Greatest hits album by Barry White
- Released: June 7, 1994
- Genre: Soul
- Length: 77:37
- Label: Mercury Records Universal Music Group
- Producer: Barry White

Barry White chronology
| The Icon Is Love (1994) | All-Time Greatest Hits (1994) | The Ultimate Collection (1999) |

= All-Time Greatest Hits (Barry White album) =

All-Time Greatest Hits is a compilation of Barry White's songs, released in 1994. The album includes recordings from 1973 to 1978 and an essay by David Ritz.

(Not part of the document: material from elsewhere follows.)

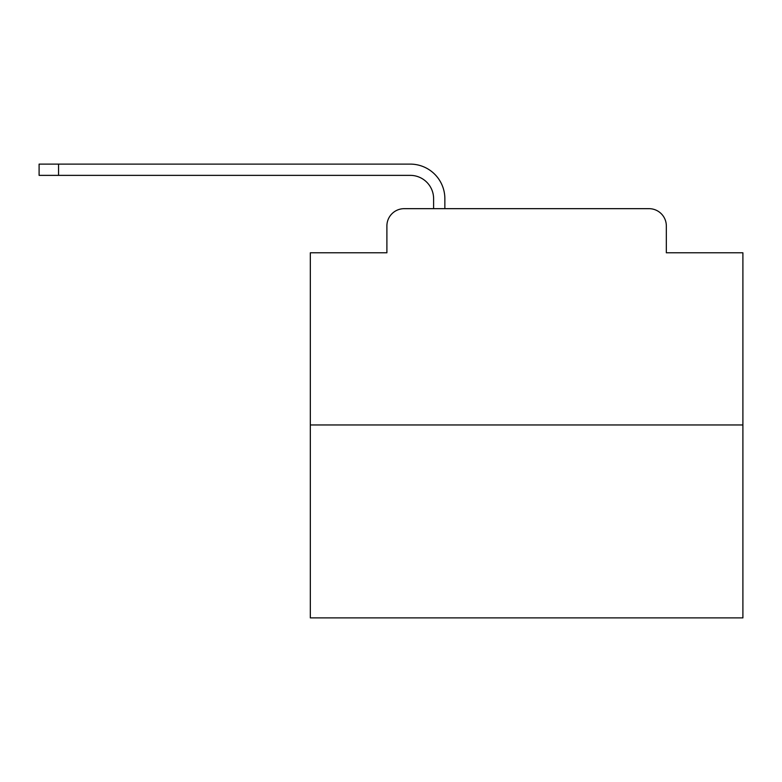 <?xml version="1.0" encoding="UTF-8"?>
<svg xmlns="http://www.w3.org/2000/svg" width="782" height="782" viewBox="0 0 782 782"><rect width="100%" height="100%" fill="white"/><g stroke="black" fill="none" stroke-linecap="round" stroke-linejoin="round"><path stroke-width="1.17" d="M386.895 225.969L386.895 252.791L386.895 225.969A17.302 17.302 0 0 1 404.196 208.667L433.609 208.667L433.609 198.716A23.362 23.362 0 0 0 410.247 175.364L39.1 175.364L39.1 164.112L410.247 164.112A34.603 34.603 0 0 1 444.86 198.716L444.86 208.667L459.132 208.667M742.9 424.958L310.327 424.958L310.327 617.888L742.9 617.888L742.9 252.791L666.332 252.791L666.332 225.969A17.302 17.302 0 0 0 649.031 208.667L404.196 208.667M310.327 424.958L310.327 252.791L386.895 252.791M594.095 208.667L649.031 208.667M666.332 252.791L666.332 225.969M433.609 198.716A23.362 23.362 0 0 0 410.247 175.364A23.362 23.362 0 0 1 433.609 198.716A23.362 23.362 0 0 0 410.247 175.364A23.362 23.362 0 0 1 433.609 198.716A23.362 23.362 0 0 0 410.247 175.364A23.362 23.362 0 0 1 433.609 198.716A23.362 23.362 0 0 0 410.247 175.364A23.362 23.362 0 0 1 433.609 198.716A23.362 23.362 0 0 0 410.247 175.364A23.362 23.362 0 0 1 433.609 198.716A23.362 23.362 0 0 0 410.247 175.364A23.362 23.362 0 0 1 433.609 198.716A23.362 23.362 0 0 0 410.247 175.364A23.362 23.362 0 0 1 433.609 198.716A23.362 23.362 0 0 0 410.247 175.364A23.362 23.362 0 0 1 433.609 198.716A23.362 23.362 0 0 0 410.247 175.364A23.362 23.362 0 0 1 433.609 198.716A23.362 23.362 0 0 0 410.247 175.364A23.362 23.362 0 0 1 433.609 198.716A23.362 23.362 0 0 0 410.247 175.364A23.362 23.362 0 0 1 433.609 198.716A23.362 23.362 0 0 0 410.247 175.364A23.362 23.362 0 0 1 433.609 198.716A23.362 23.362 0 0 0 410.247 175.364A23.362 23.362 0 0 1 433.609 198.716A23.362 23.362 0 0 0 410.247 175.364A23.362 23.362 0 0 1 433.609 198.716A23.362 23.362 0 0 0 410.247 175.364A23.362 23.362 0 0 1 433.609 198.716M58.562 164.112L410.247 164.112L58.562 164.112L410.247 164.112L58.562 164.112L410.247 164.112L58.562 164.112L410.247 164.112L58.562 164.112L410.247 164.112L58.562 164.112L410.247 164.112L58.562 164.112L410.247 164.112L58.562 164.112L410.247 164.112L58.562 164.112L410.247 164.112L58.562 164.112L410.247 164.112L58.562 164.112L410.247 164.112L58.562 164.112L410.247 164.112L58.562 164.112L410.247 164.112L58.562 164.112L410.247 164.112L58.562 164.112L410.247 164.112L58.562 164.112L58.562 175.364"/></g></svg>

The compilation was rereleased in 2018 under the name Love's Theme : The Best of the 20th Century Records Singles in 2018 with replacing of Satin Soul by September When I First Met You and I Love to Sing the Songs I Sing at the end.

Professional ratings
Review scores
| Source | Rating |
| AllMusic | Star |
| Robert Christgau | A− |
| Music Week | Star |

==Track listing==

| No. | Title | Writer(s) | Length |
|---|---|---|---|
| 1. | "Love's Theme" | Barry White | 4:08 |
| 2. | "I'm Gonna Love You Just a Little More Baby" | Barry White | 3:59 |
| 3. | "I've Got So Much to Give" | Barry White | 5:18 |
| 4. | "Never, Never Gonna Give Ya Up" | Barry White | 4:07 |
| 5. | "Honey Please, Can't Ya See" | Barry White | 3:13 |
| 6. | "Can't Get Enough of Your Love, Babe" | Barry White | 3:52 |
| 7. | "You're the First, the Last, My Everything" | Barry White; Peter Radcliffe; Tony Sepe | 3:24 |
| 8. | "What Am I Gonna Do with You" | Barry White | 3:34 |
| 9. | "I'll Do for You Anything You Want Me To" | Barry White | 4:10 |
| 10. | "Let the Music Play" | Barry White | 3:30 |
| 11. | "You See the Trouble with Me" | Barry White; Ray Parker Jr. | 3:20 |
| 12. | "Baby, We Better Try to Get It Together" | Barry White | 4:36 |
| 13. | "Don't Make Me Wait Too Long" | Barry White | 4:36 |
| 14. | "I'm Qualified to Satisfy You" | Barry White | 3:08 |
| 15. | "It's Ecstasy When You Lay Down Next to Me" | Ekundayo Paris; Nelson Pigford | 3:25 |
| 16. | "Playing Your Game, Baby" | Austin Johnson; Smead Hudman | 3:36 |
| 17. | "Oh, What a Night for Dancing" | Barry White; Vance Wilson | 3:15 |
| 18. | "Your Sweetness Is My Weakness" | Barry White | 4:12 |
| 19. | "Just the Way You Are" | Billy Joel | 4:10 |
| 20. | "Satin Soul" | Barry White | 4:12 |

==Charts==

| Chart (2025) | Peak position |
|---|---|
| Australian Albums (ARIA) | 156 |
| Greek Albums (IFPI) | 56 |

==Certifications==

| Region | Certification | Certified units/sales |
| Belgium (BRMA) | Gold | 25,000^{*} |
| New Zealand (RMNZ) | 2× Platinum | 30,000^{^} |
| United Kingdom (BPI) | Gold | 100,000^{^} |
^{*} Sales figures based on certification alone. ^{^} Shipments figures based on certification alone.